Getting strings recognized as variable names in R - r

Related: Strings as variable references in R
Possibly related: Concatenate expressions to subset a dataframe
I've simplified the question per the comment request. Here goes with some example data.
dat <- data.frame(num=1:10,sq=(1:10)^2,cu=(1:10)^3)
set1 <- subset(dat,num>5)
set2 <- subset(dat,num<=5)
Now, I'd like to make a bubble plot from these. I have a more complicated data set with 3+ colors and complicated subsets, but I do something like this:
symbols(set1$sq,set1$cu,circles=set1$num,bg="red")
symbols(set2$sq,set2$cu,circles=set2$num,bg="blue",add=T)
I'd like to do a for loop like this:
colors <- c("red","blue")
sets <- c("set1","set2")
vars <- c("sq","cu","num")
for (i in 1:length(sets)) {
symbols(sets[[i]][,sq],sets[[i]][,cu],circles=sets[[i]][,num],
bg=colors[[i]],add=T)
}
I know you can have a variable evaluated to specify the column (like var="cu"; set1[,var]; I want to know how to get a variable to specify the data.frame itself (and another to evaluate the column).
Update: Ran across this post on r-bloggers which has this example:
x <- 42
eval(parse(text = "x"))
[1] 42
I'm able to do something like this now:
eval(parse(text=paste(set[[1]],"$",var1,sep="")))
In fiddling with this, I'm finding it interesting that the following are not equivalent:
vars <- data.frame("var1","var2")
eval(parse(text=paste(set[[1]],"$",var1,sep="")))
eval(parse(text=paste(set[[1]],"[,vars[[1]]]",sep="")))
I actually have to do this:
eval(parse(text=paste(set[[1]],"[,as.character(vars[[1]])]",sep="")))
Update2: The above works to output values... but not in trying to plot. I can't do:
for (i in 1:length(set)) {
symbols(eval(parse(text=paste(set[[i]],"$",var1,sep=""))),
eval(parse(text=paste(set[[i]],"$",var2,sep=""))),
circles=paste(set[[i]],".","circles",sep=""),
fg="white",bg=colors[[i]],add=T)
}
I get invalid symbol coordinates. I checked the class of set[[1]] and it's a factor. If I do is.numeric(as.numeric(set[[1]])) I get TRUE. Even if I add that above prior to the eval statement, I still get the error. Oddly, though, I can do this:
set.xvars <- as.numeric(eval(parse(text=paste(set[[i]],"$",var1,sep=""))))
set.yvars <- as.numeric(eval(parse(text=paste(set[[i]],"$",var2,sep=""))))
symbols(xvars,yvars,circles=data$var3)
Why different behavior when stored as a variable vs. executed within the symbol function?

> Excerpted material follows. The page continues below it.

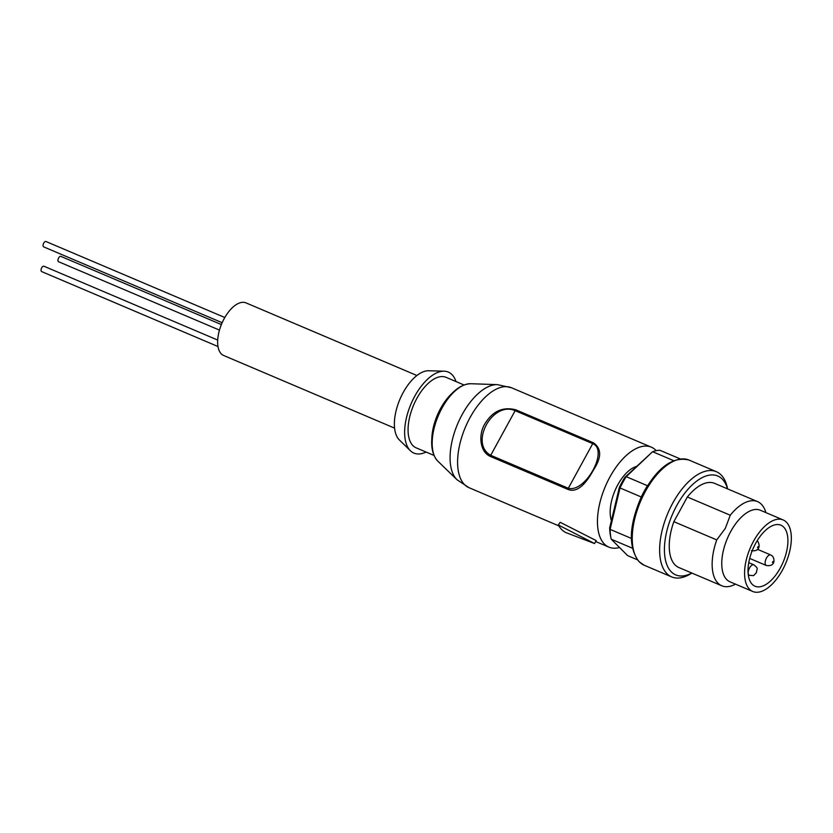 <?xml version="1.0" encoding="UTF-8"?>
<svg xmlns="http://www.w3.org/2000/svg" width="833" height="833" viewBox="0 0 833 833"><rect width="100%" height="100%" fill="white"/><g stroke="black" fill="none" stroke-linecap="round" stroke-linejoin="round"><path stroke-width="1.25" d="M619.533 547.5A54.301 27 -67 0 1 608.881 547.125A54.301 27 -67 0 1 609.923 476.997A54.301 27 -67 0 1 651.354 447.175A54.301 27 -67 0 1 656.237 450.663M484.879 423.862C492.542 411.2 502.84 406.514 515.794 409.805L593.388 442.781C601.686 448.508 601.718 457.588 593.46 469.999C587.588 480.818 578.352 493.75 567.877 489.367L490.283 456.401C479.558 451.767 478.319 434.389 484.879 423.862M611.401 520.646A33.153 16.483 -67 0 1 617.784 484.837A33.153 16.483 -67 0 1 636.381 466.459M691.848 573.062L690.682 573.781A57.154 28.416 -67 0 1 671.669 576.905A57.154 28.416 -67 0 1 672.762 503.08A57.154 28.416 -67 0 1 716.37 471.697L688.985 460.055A57.154 28.416 -67 0 0 645.367 491.449A57.154 28.416 -67 0 0 639.588 562.067A57.154 28.416 -67 0 0 644.273 565.263L639.046 561.713C628.124 547.312 628.863 525.738 641.264 496.989L641.264 496.989A56.019 27.843 -67 0 1 642.305 494.844A56.019 27.843 -67 0 1 644.211 491.199A56.019 27.843 -67 0 1 647.439 485.701L626.208 476.674L624.854 477.351A53.729 26.708 113 0 0 619.377 487.367L609.662 527.893A53.729 26.708 113 0 0 610.651 536.629L611.224 539.201L627.707 555.653L637.339 559.745M680.186 458.889L659.903 450.278A56.019 27.843 113 0 0 652.614 451.715L626.208 476.674A56.019 27.843 113 0 0 622.969 482.172A56.019 27.843 113 0 0 620.033 487.951L619.377 487.367M641.264 496.978L620.033 487.951L610.1 529.371L609.662 527.893M463.971 384.95L446.082 377.339A38.297 19.034 113 0 0 416.864 398.372A38.297 19.034 113 0 0 416.125 447.831L434.024 455.432M716.37 471.697A57.154 28.416 -67 0 1 727.324 487.555L727.615 488.888M456.005 381.556A44.014 21.877 113 0 0 444.156 371.195L428.766 370.747A38.297 19.034 113 0 0 403.172 392.562A38.297 19.034 113 0 0 399.361 439.949L410.367 450.715A44.014 21.877 113 0 0 426.059 452.048M444.156 371.195A44.014 21.877 113 0 0 414.74 396.258A44.014 21.877 113 0 0 410.367 450.715M691.786 573.031A53.729 26.708 -67 0 1 665.473 560.088A53.729 26.708 -67 0 1 676.771 505.516A53.729 26.708 -67 0 1 727.542 488.867M416.927 375.516L246.006 302.889A28.582 14.203 113 0 0 224.202 318.591A28.582 14.203 113 0 0 223.661 355.493L394.571 428.12M752.761 591.492L729.937 581.788A38.87 19.326 -67 0 1 730.687 531.589A38.87 19.326 -67 0 1 760.342 510.244L783.155 519.948A38.87 19.326 -67 0 1 782.416 570.147A38.87 19.326 -67 0 1 752.761 591.492A38.87 19.326 -67 0 1 753.501 541.294A38.87 19.326 -67 0 1 783.155 519.948M735.487 584.152A45.721 22.73 -67 0 1 721.784 585.776L678.874 567.544A45.721 22.73 -67 0 1 673.845 521.677L687.35 496.999L730.26 515.231A45.721 22.73 -67 0 1 757.541 501.612A45.721 22.73 -67 0 1 765.881 512.607M730.26 515.231L725.335 528.341L716.744 539.909L673.845 521.677M780.292 568.023A33.153 16.483 -67 0 1 755 586.224A33.153 16.483 -67 0 1 755.635 543.408A33.153 16.483 -67 0 1 780.927 525.207A33.153 16.483 -67 0 1 780.292 568.023M558.329 524.977L560.151 522.291L596.199 540.586L594.585 543.553L565.971 532.61A57.727 28.697 113 0 1 558.329 524.977L594.585 543.553M567.877 489.367L568.304 488.273C585.495 492.886 608.902 450.091 592.732 443.645L593.388 442.781M515.794 409.805L515.138 410.679C492.584 400.663 469.125 443.448 490.71 455.307L490.283 456.401M673.626 460.649L652.614 451.715L624.854 477.351M631.331 538.389L610.1 529.371A56.019 27.843 113 0 0 611.172 538.982L610.651 536.629M611.172 538.982A56.019 27.843 113 0 0 611.224 539.201L632.372 548.187M687.35 496.999A45.721 22.73 -67 0 1 714.641 483.379L757.541 501.612M721.784 585.776A45.721 22.73 -67 0 1 716.744 539.909M222.161 322.715L43.68 246.88A2.915 1.447 -67 0 1 43.733 243.111A2.915 1.447 -67 0 1 45.961 241.508L224.816 317.508M219.464 330.097L58.56 261.729A2.915 1.447 -67 0 1 58.612 257.959A2.915 1.447 -67 0 1 60.84 256.366L221.37 324.568M217.975 346.518L41.65 271.589A2.915 1.447 -67 0 1 41.702 267.83A2.915 1.447 -67 0 1 43.93 266.227L217.694 340.062M437.794 461.118C427.402 449.924 431.348 427.121 441.375 408.045C450.372 392.322 460.149 384.221 470.687 383.721A42.816 21.283 113 0 0 442 408.097A42.816 21.283 113 0 0 437.794 461.118L456.994 479.714L469.021 487.701A54.301 27 113 0 1 470.062 417.572A54.301 27 113 0 1 511.493 387.751L651.354 447.175M431.796 440.334A38.297 19.034 -67 0 1 440.595 408.462A38.297 19.034 -67 0 1 451.548 393.832M470.687 383.721L497.395 384.638A52.594 26.146 113 0 0 462.159 414.574A52.594 26.146 113 0 0 456.994 479.714M749.523 567.981A5.716 2.843 -67 0 1 753.886 564.836C758.79 568.939 756.989 568.002 756.374 572.781C752.397 576.332 755.614 575.645 749.408 575.364A5.716 2.843 -67 0 1 749.523 567.981M770.785 554.976L772.462 556.1C774.794 558.881 775.565 566.877 766.318 565.492A5.716 2.843 -67 0 1 765.85 565.17A5.716 2.843 -67 0 1 766.433 558.11A5.716 2.843 -67 0 1 770.785 554.976L757.489 549.322M772.93 561.484L772.389 562.473L772.93 561.484M758.051 546.635L757.509 547.625L758.051 546.635M515.138 410.679L592.732 443.645L568.304 488.273L490.71 455.307L515.138 410.679M497.395 384.638L511.493 387.751M748.752 562.66L753.886 564.836M757.124 540.836L757.582 541.252C759.915 544.032 760.685 552.029 751.439 550.644M608.881 547.125L595.699 541.523M558.828 525.862L469.021 487.701M688.985 460.055C672.585 456.057 657.029 467.646 642.305 494.844M644.273 565.263L671.669 576.905M748.273 574.874L749.408 575.364M749.679 558.422L766.318 565.492"/></g></svg>

You found one answer, i.e. eval(parse()) . You can also investigate do.call() which is often simpler to implement. Keep in mind the useful as.name() tool as well, for converting strings to variable names.

The basic answer to the question in the title is eval(as.symbol(variable_name_as_string)) as Josh O'Brien uses. e.g.
var.name = "x"
assign(var.name, 5)
eval(as.symbol(var.name)) # outputs 5
Or more simply:
get(var.name) # 5

Without any example data, it really is difficult to know exactly what you are wanting. For instance, I can't at all divine what your object set (or is it sets) looks like.
That said, does the following help at all?
set1 <- data.frame(x = 4:6, y = 6:4, z = c(1, 3, 5))
plot(1:10, type="n")
XX <- "set1"
with(eval(as.symbol(XX)), symbols(x, y, circles = z, add=TRUE))
EDIT:
Now that I see your real task, here is a one-liner that'll do everything you want without requiring any for() loops:
with(dat, symbols(sq, cu, circles = num,
bg = c("red", "blue")[(num>5) + 1]))
The one bit of code that may feel odd is the bit specifying the background color. Try out these two lines to see how it works:
c(TRUE, FALSE) + 1
# [1] 2 1
c("red", "blue")[c(F, F, T, T) + 1]
# [1] "red" "red" "blue" "blue"

If you want to use a string as a variable name, you can use assign:
var1="string_name"
assign(var1, c(5,4,5,6,7))
string_name
[1] 5 4 5 6 7

Subsetting the data and combining them back is unnecessary. So are loops since those operations are vectorized. From your previous edit, I'm guessing you are doing all of this to make bubble plots. If that is correct, perhaps the example below will help you. If this is way off, I can just delete the answer.
library(ggplot2)
# let's look at the included dataset named trees.
# ?trees for a description
data(trees)
ggplot(trees,aes(Height,Volume)) + geom_point(aes(size=Girth))
# Great, now how do we color the bubbles by groups?
# For this example, I'll divide Volume into three groups: lo, med, high
trees$set[trees$Volume<=22.7]="lo"
trees$set[trees$Volume>22.7 & trees$Volume<=45.4]="med"
trees$set[trees$Volume>45.4]="high"
ggplot(trees,aes(Height,Volume,colour=set)) + geom_point(aes(size=Girth))
# Instead of just circles scaled by Girth, let's also change the symbol
ggplot(trees,aes(Height,Volume,colour=set)) + geom_point(aes(size=Girth,pch=set))
# Now let's choose a specific symbol for each set. Full list of symbols at ?pch
trees$symbol[trees$Volume<=22.7]=1
trees$symbol[trees$Volume>22.7 & trees$Volume<=45.4]=2
trees$symbol[trees$Volume>45.4]=3
ggplot(trees,aes(Height,Volume,colour=set)) + geom_point(aes(size=Girth,pch=symbol))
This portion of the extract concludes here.